Mittendrin statt nur dabei - im Wahnsinn
She’s a Star!"She's a star" hat ein sehr auffälliges Cover, das mir auch direkt ins Auge gesprungen ist.
Genau so ungewöhnlich wie das Cover ist auch die Geschichte, die uns im Buch begegnet und die ich so bisher ...
"She's a star" hat ein sehr auffälliges Cover, das mir auch direkt ins Auge gesprungen ist.
Genau so ungewöhnlich wie das Cover ist auch die Geschichte, die uns im Buch begegnet und die ich so bisher auch nicht wirklich gelesen habe.
Die gesamte Geschichte ist aus der Sicht von Jessamyn geschrieben, die sich als Schauspielerin in Vancouver einen Namen machen möchte.
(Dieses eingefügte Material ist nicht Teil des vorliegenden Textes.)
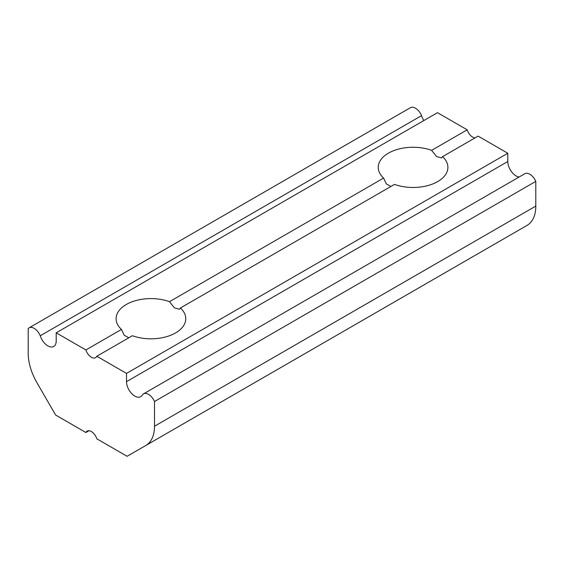 <?xml version="1.0" encoding="UTF-8"?>
<svg xmlns="http://www.w3.org/2000/svg" width="564" height="564" viewBox="0 0 564 564"><rect width="100%" height="100%" fill="white"/><g stroke="black" fill="none" stroke-linecap="round" stroke-linejoin="round"><path stroke-width="0.85" d="M423.881 120.534A11.795 6.81 60 0 1 421.541 115.634A10.11 5.837 60 0 0 410.402 107.703L29.102 327.839A10.11 5.837 60 0 0 28.2 328.593L28.2 353.304A42.131 24.322 60 0 0 36.928 382.667L55.603 415.019L85.89 432.51A8.425 4.864 60 0 1 87.138 431.115A8.425 4.864 60 0 1 96.811 438.813L127.097 456.297L527.072 225.374A42.131 24.322 60 0 0 535.8 206.086L535.8 181.375A10.11 5.837 -120 0 0 524.788 173.74L143.489 393.884A10.11 5.837 60 0 1 154.501 401.512L535.8 181.375M85.89 432.51L88.971 430.734M390.944 186.444L386.354 183.913L383.591 178.076A34.834 20.107 0 0 1 378.24 167.367A34.834 20.107 0 0 1 396.238 149.763A34.834 20.107 0 0 1 431.629 150.348L436.564 156.524L441.549 157.899L442.55 156.651L478.11 136.121L507.797 153.26L507.797 161.515A11.795 6.81 60 0 0 519.07 177.04M143.489 393.884A10.11 5.837 60 0 0 142.459 394.793A11.795 6.81 60 0 1 140.739 396.689A11.795 6.81 60 0 1 131.652 393.524A11.795 6.81 60 0 1 126.505 381.659L126.505 373.403L96.811 356.258L132.371 335.728A34.834 20.107 0 0 0 167.762 336.313A34.834 20.107 0 0 0 185.76 318.709A34.834 20.107 0 0 0 180.409 308L394.511 184.386A34.834 20.107 0 0 0 429.909 184.971A34.834 20.107 0 0 0 447.901 167.367A34.834 20.107 0 0 0 442.55 156.651M126.505 373.403L507.797 153.26M383.591 178.076L169.489 301.691L174.417 307.866L179.408 309.248L180.409 308M96.811 356.258A8.425 4.864 60 0 1 95.563 357.654A8.425 4.864 60 0 1 85.89 349.955L121.45 329.425L124.214 335.263L128.803 337.787M154.501 401.512L154.501 426.229A42.131 24.322 60 0 1 145.78 445.511M85.89 349.955L56.203 332.816L56.203 341.065A11.795 6.81 60 0 1 53.756 346.465A11.795 6.81 60 0 1 40.241 335.777L421.541 115.634M29.102 327.839A10.11 5.837 60 0 1 40.241 335.777M431.629 150.348L467.189 129.819L437.495 112.673L56.203 332.816M169.489 301.691A34.834 20.107 0 0 0 134.091 301.106A34.834 20.107 0 0 0 116.099 318.709A34.834 20.107 0 0 0 121.45 329.425M475.029 137.898A8.425 4.864 60 0 1 467.189 129.819M154.501 426.229L535.8 206.086M126.505 381.659L507.797 161.515"/></g></svg>
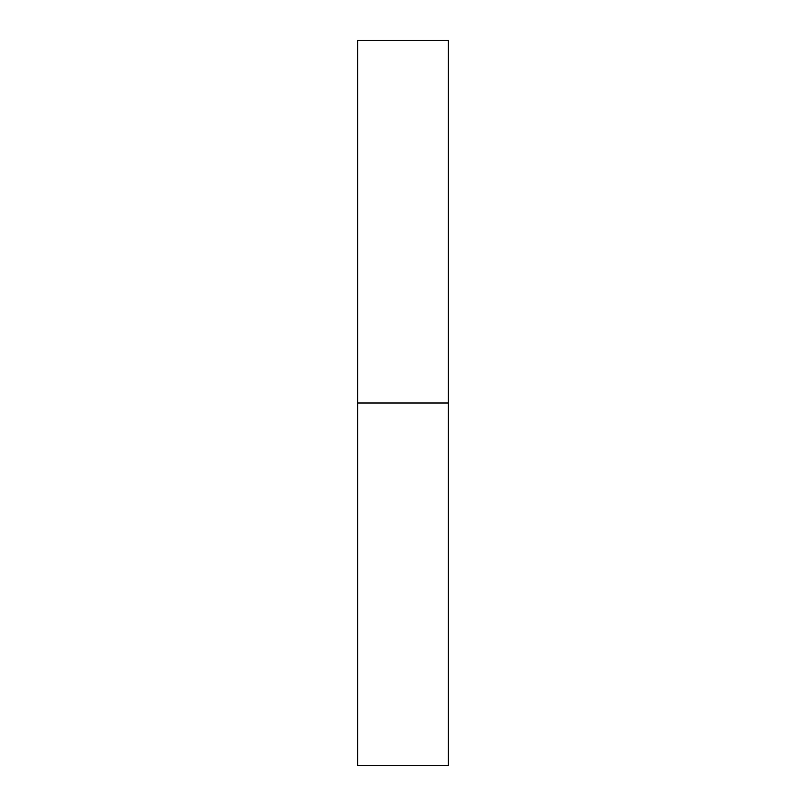 <?xml version="1.0" encoding="UTF-8"?>
<svg xmlns="http://www.w3.org/2000/svg" width="806" height="806" viewBox="0 0 806 806"><rect width="100%" height="100%" fill="white"/><g stroke="black" fill="none" stroke-linecap="round" stroke-linejoin="round"><path stroke-width="1.21" d="M448.338 403L357.663 403L448.338 403L448.338 40.3L357.663 40.3L357.663 765.7L448.338 765.7L448.338 403"/></g></svg>

Leider hat sie bisher nicht viele Rollen erhalten, das meiste sind kleine Werbespots - dabei möchte sie so gerne in einem Musical mitspielen.
Als sie dann bei "The sound of music" als Betreuerin der Kinderschauspieler eingestellt wird, verliert sie sich immer mehr in ihren Vorstellungen davon, dass sie die heimliche Zweitbesetzung ist und die Hauptrolle übernehmen sollte.
Obwohl das ganze Buch aus Jessamyns Perspektive geschrieben ist, bleibt sie irgendwie nicht wirklich greifbar. Sie gleitet immer mehr ab in eine total übertriebene Empfindung von sich selbst, ihrem Talent, ihrem Anspruch und ihrer Schönheit, dass man irgendwann einfach nur noch perplex kopfschüttelnd den weiteren Ausführungen folgen kann.
Das Ende kommt dann so abrupt, dass man ein bisschen unschlüssig zurückbleibt.
Alles in allem war es ein interessantes Buch mit einer wirklich spannenden Erzählweise und Protagonistin, das mich aber letzten Endes nicht wirklich fesseln oder nachhaltig beeindrucken konnte.